The response must contain every line from the records below that has "mirror".

---------- INPUT DATA ----------

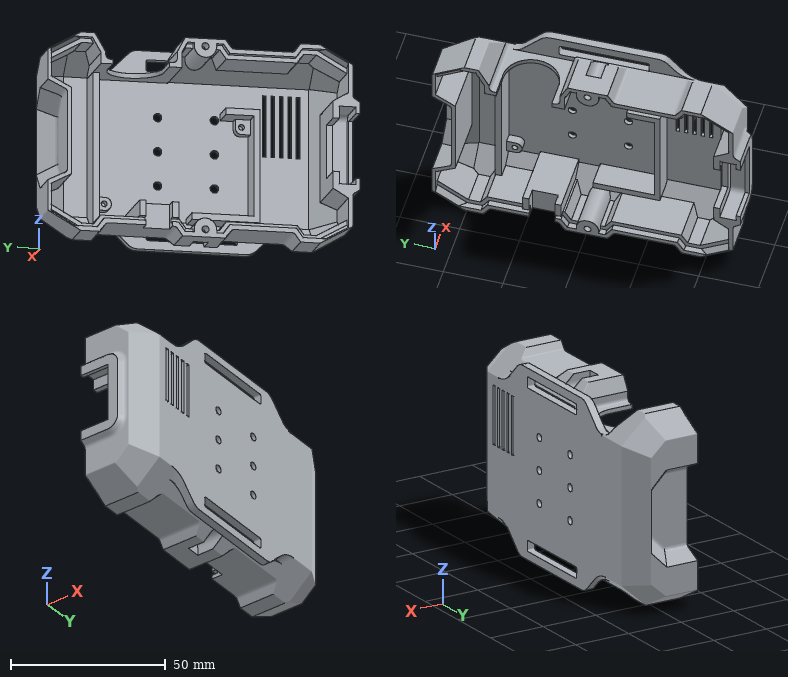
import cadquery as cq
import math


total_length = 103.2
depth = 23.1
half_width = 33.0
plug_height = 2.4
half_length = (total_length - plug_height) / 2
corner_length = 10.8
corner_width = 6.1
grip_depth = 3.0
grip_run = 2.2
grip_fillet = 1.5
front_grip = (-33.1, -8.4)
rear_grip = (5.9, 33.2)
edge_fillet = 0.5
bevel_fillet = 0.3
tolerance = 0.01

side_bevel_start = 13.2
end_bevel_start = 17.6
back_half_width = 24.0
back_half_length = 41.1
corner_bevel_start = 12.1

side_wall = 3.0
back_wall = 1.5
bevel_wall = 1.7
rear_wall = 1.1
front_wall = 1.5
floor_x = depth - back_wall
rear_inner_y = half_length - rear_wall
front_inner_y = front_wall - half_length
rebate_rim = 1.5
rebate_depth = 2.2
corner_rim = 0.4

notch_floor = 24.5
notch_rear = 31.3
notch_rear_knee = 26.8
notch_rear_flare = 0.58
notch_front = 7.6
notch_front_knee = 28.2
notch_front_flare = 0.53
notch_wall = 1.5
notch_fillet = 1.5
notch_lip_fillet = 0.8
window_rear = 28.9
window_front = 10.3
window_depth = 17.5

plate_thickness = 2.9
plate_mid_y = -1.7
plate_half_top = 19.9
plate_corner_radius = 4.7
plate_foot_radius = 9.3
notch_foot_radius = 4.6
plate_root = 1.0
slot_half_length = 15.1
slot_inner_z = 26.2
slot_outer_z = 30.0
slot_corner = 0.6

plug_half_width = 16.1
plug_depth = 16.4
plug_corner = 5.7
plug_taper = 33.0
plug_fillet = 1.5
recess_half_width = 16.7
recess_depth = 17.5
recess_bevel = 5.8
recess_height = 6.5
recess_draft = 3.2
recess_fillet = 1.5
liner_face_y = 42.6
liner_wall_half = 17.9
liner_face_half = 14.3

port_rear_y = -43.9
block_wall_half = 17.5
block_face_half = 14.5
port_pocket_rear_y = -45.9
port_pocket_front_y = -51.4
port_pocket = (12.9, 13.1)
port_mouth = (10.7, 10.9)
port_window = (8.9, 10.0)
port_pocket_corner = 2.2

rib_top_x = 12.6
cross_rib_front = 30.5
cross_rib_rear = 32.7
bracket_front = -22.4
bracket_top = 13.5
bracket_bottom = -24.1
bracket_arm = 2.2
bracket_upright = 1.9
bracket_top_rear = -11.2
bracket_bottom_rear = 0.0
seat_mid_y = 13.6
seat_length = 12.9
seat_slot_length = 8.7
seat_slot_depth = 4.1
seat_top = -21.9
post_height = 3.1
post_corner = 2.1
rear_post_y = (25.4, cross_rib_front)
rear_post_z = (-21.3, -16.9)
front_post_y = (bracket_front + bracket_upright, -15.6)
front_post_z = (6.4, bracket_top - bracket_arm)
post_holes = [(27.8, -19.1), (-17.6, 8.8)]
post_hole_radius = 0.9
post_hole_depth = 2.6
screw_y = -1.7
screw_z = 30.4
screw_boss_radius = 3.7
screw_hole_radius = 1.1
screw_hole_depth = 5.2
screw_head_radius = 2.5
screw_head_x = 7.1

floor_hole_radius = 1.3
floor_hole_pitch = (18.8, 11.4)
floor_hole_count = (2, 3)
vent_mid = (-31.5, 10.3)
vent_size = (1.1, 20.3)
vent_pitch = 2.8
vent_count = 5


def box(x, y, z):
    """Box between the given (low, high) limits along each axis."""
    size = (x[1] - x[0], y[1] - y[0], z[1] - z[0])
    return cq.Workplane("XY").box(*size, centered=False).translate((x[0], y[0], z[0]))


def outline_points(extra):
    """Closed (y, z) outline, symmetric about z = 0, with its ends moved outward by extra."""
    end_y = half_length + extra
    end_z = half_width - corner_width - extra * corner_width / corner_length
    upper = [
        (end_y, end_z),
        (half_length - corner_length, half_width),
    ]
    for low, high in (rear_grip, front_grip):
        upper += [
            (high, half_width),
            (high - grip_run, half_width - grip_depth),
            (low + grip_run, half_width - grip_depth),
            (low, half_width),
        ]
    upper += [
        (corner_length - half_length, half_width),
        (-end_y, end_z),
    ]
    return upper + [(y, -z) for y, z in reversed(upper)]


def outline_prism(inset, length):
    """Outline extruded from the rim; only the long sides and corner bevels take the inset."""
    outline = cq.Workplane("YZ").polyline(outline_points(inset)).close()
    if inset:
        outline = outline.offset2D(-inset, "intersection")
    return outline.extrude(length)


def outside_plane(first, second, third, inset):
    """Large block covering everything outside the plane through three points."""
    origin = cq.Vector(*first)
    along = cq.Vector(*second) - origin
    normal = along.cross(cq.Vector(*third) - origin).normalized()
    if normal.x < 0:
        normal = normal * -1
    plane = cq.Plane(origin - normal * inset, along, normal)
    return cq.Workplane(plane).rect(4 * total_length, 4 * total_length).extrude(total_length)


def bevel(solid, inset):
    """Trim a prism with the eight bevel planes, each moved inward by the inset."""
    for side in (1, -1):
        back_z = side * back_half_width
        side_z = side * half_width
        side_point = (side_bevel_start, 0, side_z)
        planes = [((depth, 0, back_z), (depth, 1, back_z), side_point)]
        for end in (1, -1):
            back_y = end * back_half_length
            end_y = end * half_length
            back_corner = (depth, back_y, back_z)
            side_corner = (side_bevel_start, back_y, side_z)
            wall_corner = (corner_bevel_start, end_y, side_z - side * corner_width)
            planes.append((back_corner, side_corner, wall_corner))
            if side > 0:
                planes.append((back_corner, (depth, back_y, 0), (end_bevel_start, end_y, 0)))
        for first, second, third in planes:
            solid = solid.cut(outside_plane(first, second, third, inset))
    return solid


def notch_outline():
    """Notch in the (y, z) plane: upright walls that flare above their knees, drawn well past the side."""
    above = 2 * half_width
    rear_rise = above - notch_rear_knee
    front_rise = above - notch_front_knee
    points = [
        (notch_rear + notch_rear_flare * rear_rise, above),
        (notch_rear, notch_rear_knee),
        (notch_rear, notch_floor),
        (notch_front, notch_floor),
        (notch_front, notch_front_knee),
        (notch_front - notch_front_flare * front_rise, above),
    ]
    return cq.Workplane("YZ").polyline(points).close()


notch = notch_outline().extrude(depth).edges("|X").edges("<Z").fillet(notch_fillet)
notch_liner = notch_outline().offset2D(notch_wall, "intersection").extrude(depth)

grip_z = half_width - grip_depth
body = outline_prism(0, depth)
grip_edges = body.edges("|X").filter(lambda edge: abs(abs(edge.Center().z) - grip_z) < tolerance)
body = grip_edges.fillet(grip_fillet)
body = body.edges("|X and (<Y or >Y)").fillet(edge_fillet)
body = bevel(body, 0).cut(notch)
notch_lip_y = notch_rear + notch_rear_flare * (half_width - notch_rear_knee)
notch_lip = cq.selectors.NearestToPointSelector((side_bevel_start / 2, notch_lip_y, half_width))
body = body.edges(notch_lip).fillet(notch_lip_fillet)
body = body.edges("(not |X) and (not <X)").fillet(bevel_fillet)


def strap_plate():
    """Plate on the +Z side with rounded corners and 45 degree ends running down into the shell."""
    base_z = back_half_width - plate_root
    base_y = plate_half_top + half_width - base_z
    points = [
        (-base_y, base_z),
        (-plate_half_top, half_width),
        (plate_half_top, half_width),
        (base_y, base_z),
    ]
    plate = cq.Workplane("YZ").polyline(points).close().extrude(plate_thickness)
    return plate.edges("|X and >Z").fillet(plate_corner_radius)


def plate_foot(front_z, back_z, radius):
    """Concave blend where a 45 degree plate end meets a shell face that falls from front_z to back_z."""
    edge_angle = math.radians(45)
    half_turn = edge_angle / 2
    tangent = radius * math.tan(half_turn)
    foot = cq.Workplane("YZ")
    for offset, foot_z in ((0, front_z), (plate_thickness, back_z)):
        foot_y = plate_half_top + half_width - foot_z
        edge_shift = tangent * math.cos(edge_angle)
        start = (foot_y - edge_shift, foot_z + edge_shift)
        end = (foot_y + tangent, foot_z)
        middle = (end[0] - radius * math.sin(half_turn), foot_z + radius * (1 - math.cos(half_turn)))
        root_z = foot_z - plate_root
        foot = foot.workplane(offset=offset).moveTo(*start).threePointArc(middle, end)
        foot = foot.lineTo(end[0], root_z).lineTo(start[0], root_z).close()
    return foot.loft(ruled=True)


side_bevel_slope = (half_width - back_half_width) / (depth - side_bevel_start)
plate_front_z = back_half_width + side_bevel_slope * plate_thickness
shell_foot = plate_foot(plate_front_z, back_half_width, plate_foot_radius)
notch_foot = plate_foot(notch_floor, notch_floor, notch_foot_radius)
upper_plate = strap_plate().union(notch_foot).union(shell_foot.mirror("XZ"))
lower_plate = strap_plate().union(shell_foot).union(shell_foot.mirror("XZ")).mirror("XY")
plate_place = (depth - plate_thickness, plate_mid_y, 0)
body = body.union(upper_plate.translate(plate_place)).union(lower_plate.translate(plate_place))
envelope = body


def end_block(wall_y, face_y, wall_half, face_half):
    """Prism along X, narrowing from an end wall to a flat inner face."""
    points = [(wall_y, wall_half), (face_y, face_half), (face_y, -face_half), (wall_y, -wall_half)]
    return cq.Workplane("YZ").polyline(points).close().extrude(depth)


recess_liner = end_block(rear_inner_y, liner_face_y, liner_wall_half, liner_face_half)
port_block = end_block(front_inner_y, port_rear_y, block_wall_half, block_face_half)
between_ends = box((0, depth), (front_inner_y, rear_inner_y), (-half_width, half_width))
kept = notch_liner.union(recess_liner).union(port_block)
hollow = bevel(outline_prism(side_wall, floor_x), bevel_wall).intersect(between_ends).cut(kept)
rebate_limit = outline_prism(rebate_rim, rebate_depth).intersect(between_ends).cut(kept)
rebate = rebate_limit.cut(outline_prism(side_wall, rebate_depth))
body = body.cut(hollow).cut(rebate_limit)


def corner_relief(end, side):
    corner_angle = math.atan2(corner_width, corner_length)
    middle = (0, end * (half_length - corner_length / 2), side * (half_width - corner_width / 2))
    inward = (0, -end * math.sin(corner_angle), -side * math.cos(corner_angle))
    along = (0, end * math.cos(corner_angle), -side * math.sin(corner_angle))
    plane = cq.Plane(middle, inward, along)
    depth_sign = plane.yDir.x
    triangle = [(corner_rim, 0), (rebate_rim, 0), (rebate_rim, depth_sign * rebate_depth)]
    return cq.Workplane(plane).polyline(triangle).close().extrude(corner_length, both=True)


relief_half = half_width - rebate_rim
relief_zone = box((0, rebate_depth), (front_inner_y, rear_inner_y), (-relief_half, relief_half))
for end in (1, -1):
    for side in (1, -1):
        body = body.cut(corner_relief(end, side).intersect(relief_zone))

plug_plane = cq.Plane((0, -half_length, 0), (1, 0, 0), (0, -1, 0))
plug = (
    cq.Workplane(plug_plane)
    .sketch()
    .rect(2 * plug_depth, 2 * plug_half_width)
    .vertices()
    .fillet(plug_corner)
    .finalize()
    .extrude(plug_height, taper=plug_taper)
)
plug_space = box((0, depth), (-total_length, 0), (-half_width, half_width))
body = body.union(plug.intersect(plug_space))
plug_foot = cq.selectors.BoxSelector(
    (0, -half_length - tolerance, -plug_half_width - tolerance),
    (plug_depth + tolerance, tolerance - half_length, plug_half_width + tolerance),
)
body = body.edges(plug_foot).fillet(plug_fillet)


def recess_section(shrink):
    """Recess outline in (x, z), open at the rim, with bevelled corners."""
    half = recess_half_width - shrink
    reach = recess_depth - shrink
    flat = half - recess_bevel
    start = reach - recess_bevel
    return [(0, half), (start, half), (reach, flat), (reach, -flat), (start, -half), (0, -half)]


recess_plane = cq.Plane((0, half_length, 0), (1, 0, 0), (0, -1, 0))
recess = (
    cq.Workplane(recess_plane)
    .polyline(recess_section(0))
    .close()
    .workplane(offset=recess_height)
    .polyline(recess_section(recess_draft))
    .close()
    .loft()
)
recess = recess.faces("<Y").edges("not <X").fillet(recess_fillet)
body = body.cut(recess)


def port_opening(size, rear_y, front_y):
    """Slot open at the rim, of the given half width and depth."""
    half, reach = size
    return box((0, reach), (front_y, rear_y), (-half, half))


pocket = port_opening(port_pocket, port_pocket_rear_y, port_pocket_front_y)
pocket = pocket.edges("|Y and >X").fillet(port_pocket_corner)
body = body.cut(pocket)
body = body.cut(port_opening(port_mouth, port_pocket_front_y, -total_length))
body = body.cut(port_opening(port_window, port_rear_y, port_pocket_rear_y))

window_radius = (window_rear - window_front) / 2
window_y = (window_rear + window_front) / 2
window_x = window_depth - window_radius
window_z = (notch_floor - side_wall, half_width)
window = box((0, window_x), (window_front, window_rear), window_z)
window_end = cq.Workplane("XY").center(window_x, window_y).circle(window_radius).extrude(half_width)
window_end = window_end.intersect(box((0, depth), (window_front, window_rear), window_z))
body = body.cut(window.union(window_end))

rib_limits = [
    ((cross_rib_front, cross_rib_rear), (-half_width, notch_floor)),
    ((bracket_front, bracket_top_rear), (bracket_top - bracket_arm, bracket_top)),
    ((bracket_front, bracket_front + bracket_upright), (bracket_bottom, bracket_top)),
    ((bracket_front, bracket_bottom_rear), (bracket_bottom, bracket_bottom + bracket_arm)),
]
for rib_y, rib_z in rib_limits:
    rib = box((rib_top_x, floor_x), rib_y, rib_z)
    body = body.union(rib.intersect(envelope))

seat_y = (seat_mid_y - seat_length / 2, seat_mid_y + seat_length / 2)
seat_slot_y = (seat_mid_y - seat_slot_length / 2, seat_mid_y + seat_slot_length / 2)
seat_z = (-half_width, seat_top)
body = body.union(box((0, floor_x), seat_y, seat_z).intersect(envelope)).cut(rebate)
body = body.cut(box((0, seat_slot_depth), seat_slot_y, seat_z))

post_x = floor_x - post_height
rear_post = box((post_x, floor_x), rear_post_y, rear_post_z).edges("|X and <Y").fillet(post_corner)
front_post = box((post_x, floor_x), front_post_y, front_post_z).edges("|X and >Y and <Z").fillet(post_corner)
body = body.union(rear_post).union(front_post)
for hole_y, hole_z in post_holes:
    hole = cq.Workplane("YZ", origin=(post_x, hole_y, hole_z)).circle(post_hole_radius)
    body = body.cut(hole.extrude(post_hole_depth))


def round_ended(radius, side, near_x, far_x):
    """Prism along X, round towards the inside and reaching out past the side wall."""
    width = (screw_y - radius, screw_y + radius)
    outer = box((near_x, far_x), width, (screw_z, half_width))
    bore = cq.Workplane("YZ").center(screw_y, screw_z).circle(radius).extrude(far_x - near_x)
    prism = outer.union(bore.translate((near_x, 0, 0)))
    return prism if side > 0 else prism.mirror("XY")


for side in (1, -1):
    body = body.union(round_ended(screw_boss_radius, side, 0, floor_x).intersect(envelope))
    body = body.cut(round_ended(screw_head_radius, side, screw_head_x, depth - plate_thickness))
    hole = cq.Workplane("YZ").center(screw_y, side * screw_z).circle(screw_hole_radius)
    body = body.cut(hole.extrude(screw_hole_depth))

slot_height = slot_outer_z - slot_inner_z
slot_z = (slot_outer_z + slot_inner_z) / 2
strap_slot = (
    cq.Workplane("YZ", origin=(depth - plate_thickness, plate_mid_y, slot_z))
    .rect(2 * slot_half_length, slot_height)
    .extrude(plate_thickness)
    .edges("|X")
    .fillet(slot_corner)
)
body = body.cut(strap_slot).cut(strap_slot.mirror("XY"))

floor_holes = cq.Workplane("YZ").rarray(*floor_hole_pitch, *floor_hole_count)
floor_holes = floor_holes.circle(floor_hole_radius).extrude(depth)
vents = cq.Workplane("YZ").center(*vent_mid).rarray(vent_pitch, 1, vent_count, 1)
vents = vents.rect(*vent_size).extrude(depth)
floor_zone = box((floor_x, depth), (-half_length, half_length), (-half_width, half_width))
result = body.cut(floor_holes.union(vents).intersect(floor_zone))

----------

#### EXPECTED OUTPUT
upper_plate = strap_plate().union(notch_foot).union(shell_foot.mirror("XZ"))
lower_plate = strap_plate().union(shell_foot).union(shell_foot.mirror("XZ")).mirror("XY")
    return prism if side > 0 else prism.mirror("XY")
body = body.cut(strap_slot).cut(strap_slot.mirror("XY"))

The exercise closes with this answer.